What the task requires: Transcribe each entry below exactly. Pictures do not go in the copy.

[Records supplied — start]

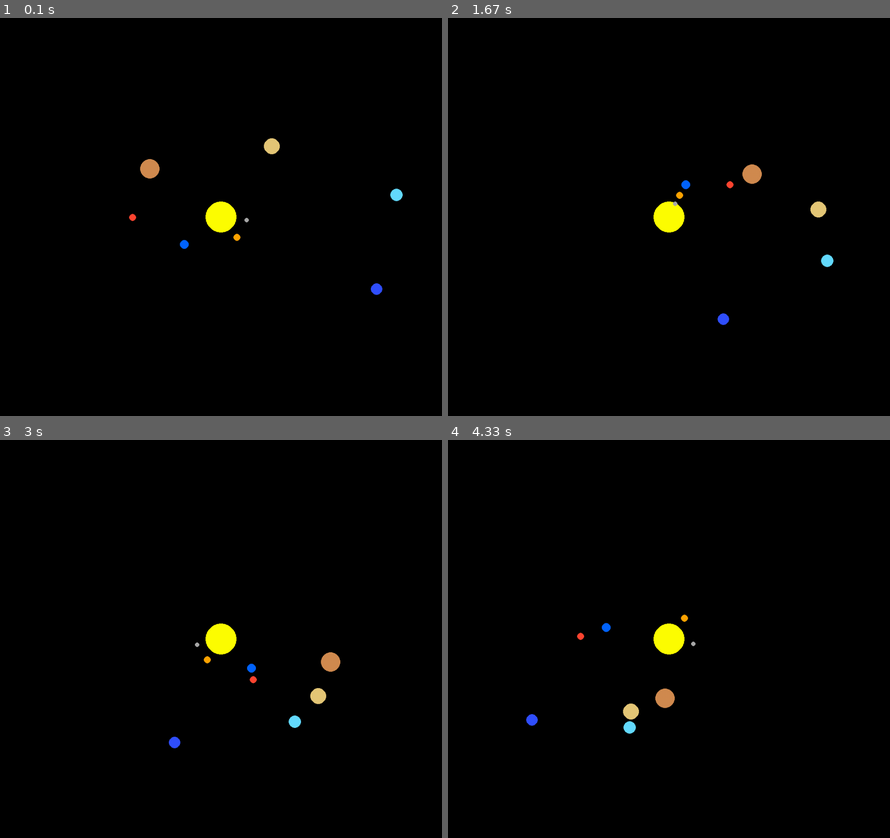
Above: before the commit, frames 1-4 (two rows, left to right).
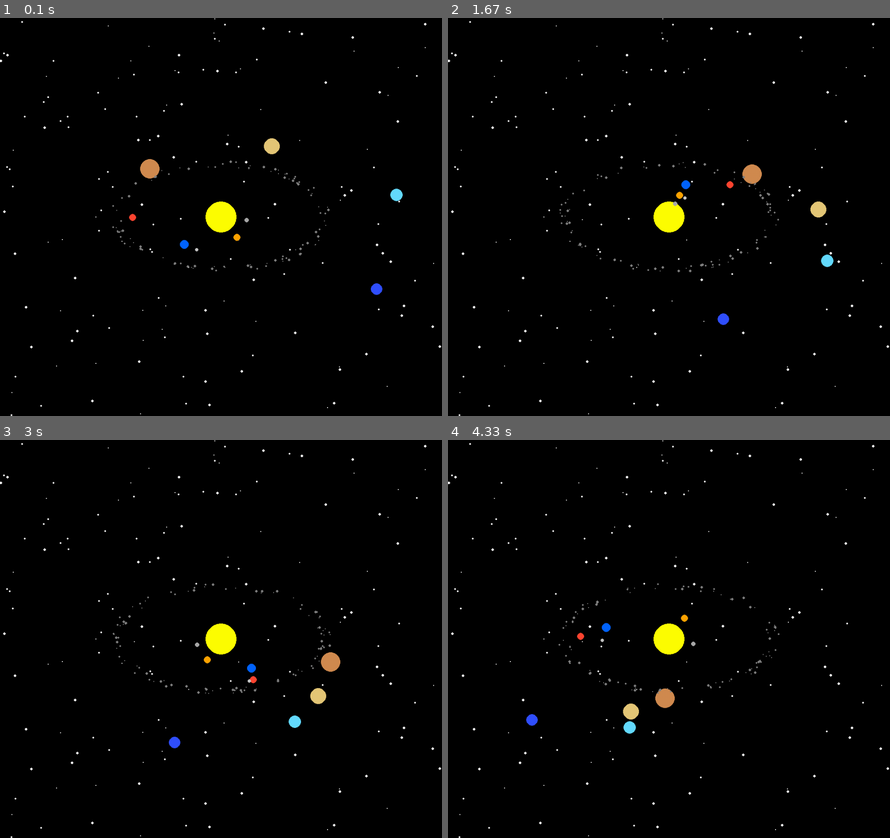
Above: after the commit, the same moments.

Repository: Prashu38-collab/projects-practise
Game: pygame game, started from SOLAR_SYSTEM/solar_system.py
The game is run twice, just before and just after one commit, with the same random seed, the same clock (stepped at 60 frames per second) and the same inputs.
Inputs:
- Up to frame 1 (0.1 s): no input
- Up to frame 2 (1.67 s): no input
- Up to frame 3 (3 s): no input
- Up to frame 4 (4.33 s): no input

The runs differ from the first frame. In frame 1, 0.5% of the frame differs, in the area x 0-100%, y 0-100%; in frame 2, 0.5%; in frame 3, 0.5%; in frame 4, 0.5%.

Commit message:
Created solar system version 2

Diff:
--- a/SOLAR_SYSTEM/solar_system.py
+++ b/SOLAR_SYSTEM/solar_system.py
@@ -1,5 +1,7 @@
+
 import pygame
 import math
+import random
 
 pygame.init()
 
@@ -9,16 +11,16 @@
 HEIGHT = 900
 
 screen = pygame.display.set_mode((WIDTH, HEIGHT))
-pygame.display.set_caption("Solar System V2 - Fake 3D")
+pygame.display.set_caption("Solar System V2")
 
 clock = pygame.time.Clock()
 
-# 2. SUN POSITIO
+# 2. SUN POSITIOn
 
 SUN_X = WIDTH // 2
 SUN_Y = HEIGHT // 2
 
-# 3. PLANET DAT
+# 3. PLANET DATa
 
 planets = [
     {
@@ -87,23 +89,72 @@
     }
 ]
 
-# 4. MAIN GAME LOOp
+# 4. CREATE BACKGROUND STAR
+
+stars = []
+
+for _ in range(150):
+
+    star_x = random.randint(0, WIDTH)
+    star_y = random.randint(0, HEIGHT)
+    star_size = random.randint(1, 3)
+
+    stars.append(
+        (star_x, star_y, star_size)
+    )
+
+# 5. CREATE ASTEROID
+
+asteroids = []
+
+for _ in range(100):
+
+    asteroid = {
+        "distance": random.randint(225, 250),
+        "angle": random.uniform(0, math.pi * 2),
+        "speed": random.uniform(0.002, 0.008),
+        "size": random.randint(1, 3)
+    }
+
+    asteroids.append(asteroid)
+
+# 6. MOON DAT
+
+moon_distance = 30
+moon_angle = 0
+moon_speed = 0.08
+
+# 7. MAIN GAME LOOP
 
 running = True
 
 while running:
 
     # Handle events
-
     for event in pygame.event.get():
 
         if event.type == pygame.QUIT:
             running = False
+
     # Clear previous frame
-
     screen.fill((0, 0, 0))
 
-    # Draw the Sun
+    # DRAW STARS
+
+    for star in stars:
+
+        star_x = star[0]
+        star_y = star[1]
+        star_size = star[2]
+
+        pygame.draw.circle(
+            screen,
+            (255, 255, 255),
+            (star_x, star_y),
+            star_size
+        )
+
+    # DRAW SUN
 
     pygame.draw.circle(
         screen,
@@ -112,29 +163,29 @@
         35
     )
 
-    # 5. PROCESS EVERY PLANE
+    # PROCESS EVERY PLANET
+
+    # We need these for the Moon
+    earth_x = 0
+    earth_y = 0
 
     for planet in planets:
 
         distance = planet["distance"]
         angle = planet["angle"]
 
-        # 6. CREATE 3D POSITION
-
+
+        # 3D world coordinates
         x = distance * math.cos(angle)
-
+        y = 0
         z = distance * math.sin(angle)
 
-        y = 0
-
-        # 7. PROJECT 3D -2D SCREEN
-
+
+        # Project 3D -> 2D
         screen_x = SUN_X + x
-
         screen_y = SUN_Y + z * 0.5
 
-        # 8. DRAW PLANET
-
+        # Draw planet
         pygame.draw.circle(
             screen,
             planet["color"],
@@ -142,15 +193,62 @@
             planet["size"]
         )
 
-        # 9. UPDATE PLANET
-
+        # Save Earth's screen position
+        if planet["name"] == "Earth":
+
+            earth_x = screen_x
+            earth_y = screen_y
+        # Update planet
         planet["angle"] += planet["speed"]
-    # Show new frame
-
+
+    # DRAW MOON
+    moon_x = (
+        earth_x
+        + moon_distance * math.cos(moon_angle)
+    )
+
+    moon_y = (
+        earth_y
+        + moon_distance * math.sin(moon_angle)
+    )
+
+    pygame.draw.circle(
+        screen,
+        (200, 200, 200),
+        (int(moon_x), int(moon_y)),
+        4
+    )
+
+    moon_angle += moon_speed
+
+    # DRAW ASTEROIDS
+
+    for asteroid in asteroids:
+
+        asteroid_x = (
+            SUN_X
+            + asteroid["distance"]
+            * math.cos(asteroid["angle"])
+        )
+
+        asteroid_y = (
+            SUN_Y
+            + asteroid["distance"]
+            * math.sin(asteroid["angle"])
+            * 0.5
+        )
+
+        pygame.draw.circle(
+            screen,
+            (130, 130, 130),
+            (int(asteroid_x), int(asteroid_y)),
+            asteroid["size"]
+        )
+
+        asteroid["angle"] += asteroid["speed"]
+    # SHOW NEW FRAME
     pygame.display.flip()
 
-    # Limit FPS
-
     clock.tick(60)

[Records supplied — finish]

Answer section:
Above: before the commit, frames 1-4 (two rows, left to right).
Above: after the commit, the same moments.

Repository: Prashu38-collab/projects-practise
Game: pygame game, started from SOLAR_SYSTEM/solar_system.py
The game is run twice, just before and just after one commit, with the same random seed, the same clock (stepped at 60 frames per second) and the same inputs.
Inputs:
- Up to frame 1 (0.1 s): no input
- Up to frame 2 (1.67 s): no input
- Up to frame 3 (3 s): no input
- Up to frame 4 (4.33 s): no input

The runs differ from the first frame. In frame 1, 0.5% of the frame differs, in the area x 0-100%, y 0-100%; in frame 2, 0.5%; in frame 3, 0.5%; in frame 4, 0.5%.

Commit message:
Created solar system version 2

Diff:
--- a/SOLAR_SYSTEM/solar_system.py
+++ b/SOLAR_SYSTEM/solar_system.py
@@ -1,5 +1,7 @@
+
 import pygame
 import math
+import random
 
 pygame.init()
 
@@ -9,16 +11,16 @@
 HEIGHT = 900
 
 screen = pygame.display.set_mode((WIDTH, HEIGHT))
-pygame.display.set_caption("Solar System V2 - Fake 3D")
+pygame.display.set_caption("Solar System V2")
 
 clock = pygame.time.Clock()
 
-# 2. SUN POSITIO
+# 2. SUN POSITIOn
 
 SUN_X = WIDTH // 2
 SUN_Y = HEIGHT // 2
 
-# 3. PLANET DAT
+# 3. PLANET DATa
 
 planets = [
     {
@@ -87,23 +89,72 @@
     }
 ]
 
-# 4. MAIN GAME LOOp
+# 4. CREATE BACKGROUND STAR
+
+stars = []
+
+for _ in range(150):
+
+    star_x = random.randint(0, WIDTH)
+    star_y = random.randint(0, HEIGHT)
+    star_size = random.randint(1, 3)
+
+    stars.append(
+        (star_x, star_y, star_size)
+    )
+
+# 5. CREATE ASTEROID
+
+asteroids = []
+
+for _ in range(100):
+
+    asteroid = {
+        "distance": random.randint(225, 250),
+        "angle": random.uniform(0, math.pi * 2),
+        "speed": random.uniform(0.002, 0.008),
+        "size": random.randint(1, 3)
+    }
+
+    asteroids.append(asteroid)
+
+# 6. MOON DAT
+
+moon_distance = 30
+moon_angle = 0
+moon_speed = 0.08
+
+# 7. MAIN GAME LOOP
 
 running = True
 
 while running:
 
     # Handle events
-
     for event in pygame.event.get():
 
         if event.type == pygame.QUIT:
             running = False
+
     # Clear previous frame
-
     screen.fill((0, 0, 0))
 
-    # Draw the Sun
+    # DRAW STARS
+
+    for star in stars:
+
+        star_x = star[0]
+        star_y = star[1]
+        star_size = star[2]
+
+        pygame.draw.circle(
+            screen,
+            (255, 255, 255),
+            (star_x, star_y),
+            star_size
+        )
+
+    # DRAW SUN
 
     pygame.draw.circle(
         screen,
@@ -112,29 +163,29 @@
         35
     )
 
-    # 5. PROCESS EVERY PLANE
+    # PROCESS EVERY PLANET
+
+    # We need these for the Moon
+    earth_x = 0
+    earth_y = 0
 
     for planet in planets:
 
         distance = planet["distance"]
         angle = planet["angle"]
 
-        # 6. CREATE 3D POSITION
-
+
+        # 3D world coordinates
         x = distance * math.cos(angle)
-
+        y = 0
         z = distance * math.sin(angle)
 
-        y = 0
-
-        # 7. PROJECT 3D -2D SCREEN
-
+
+        # Project 3D -> 2D
         screen_x = SUN_X + x
-
         screen_y = SUN_Y + z * 0.5
 
-        # 8. DRAW PLANET
-
+        # Draw planet
         pygame.draw.circle(
             screen,
             planet["color"],
@@ -142,15 +193,62 @@
             planet["size"]
         )
 
-        # 9. UPDATE PLANET
-
+        # Save Earth's screen position
+        if planet["name"] == "Earth":
+
+            earth_x = screen_x
+            earth_y = screen_y
+        # Update planet
         planet["angle"] += planet["speed"]
-    # Show new frame
-
+
+    # DRAW MOON
+    moon_x = (
+        earth_x
+        + moon_distance * math.cos(moon_angle)
+    )
+
+    moon_y = (
+        earth_y
+        + moon_distance * math.sin(moon_angle)
+    )
+
+    pygame.draw.circle(
+        screen,
+        (200, 200, 200),
+        (int(moon_x), int(moon_y)),
+        4
+    )
+
+    moon_angle += moon_speed
+
+    # DRAW ASTEROIDS
+
+    for asteroid in asteroids:
+
+        asteroid_x = (
+            SUN_X
+            + asteroid["distance"]
+            * math.cos(asteroid["angle"])
+        )
+
+        asteroid_y = (
+            SUN_Y
+            + asteroid["distance"]
+            * math.sin(asteroid["angle"])
+            * 0.5
+        )
+
+        pygame.draw.circle(
+            screen,
+            (130, 130, 130),
+            (int(asteroid_x), int(asteroid_y)),
+            asteroid["size"]
+        )
+
+        asteroid["angle"] += asteroid["speed"]
+    # SHOW NEW FRAME
     pygame.display.flip()
 
-    # Limit FPS
-
     clock.tick(60)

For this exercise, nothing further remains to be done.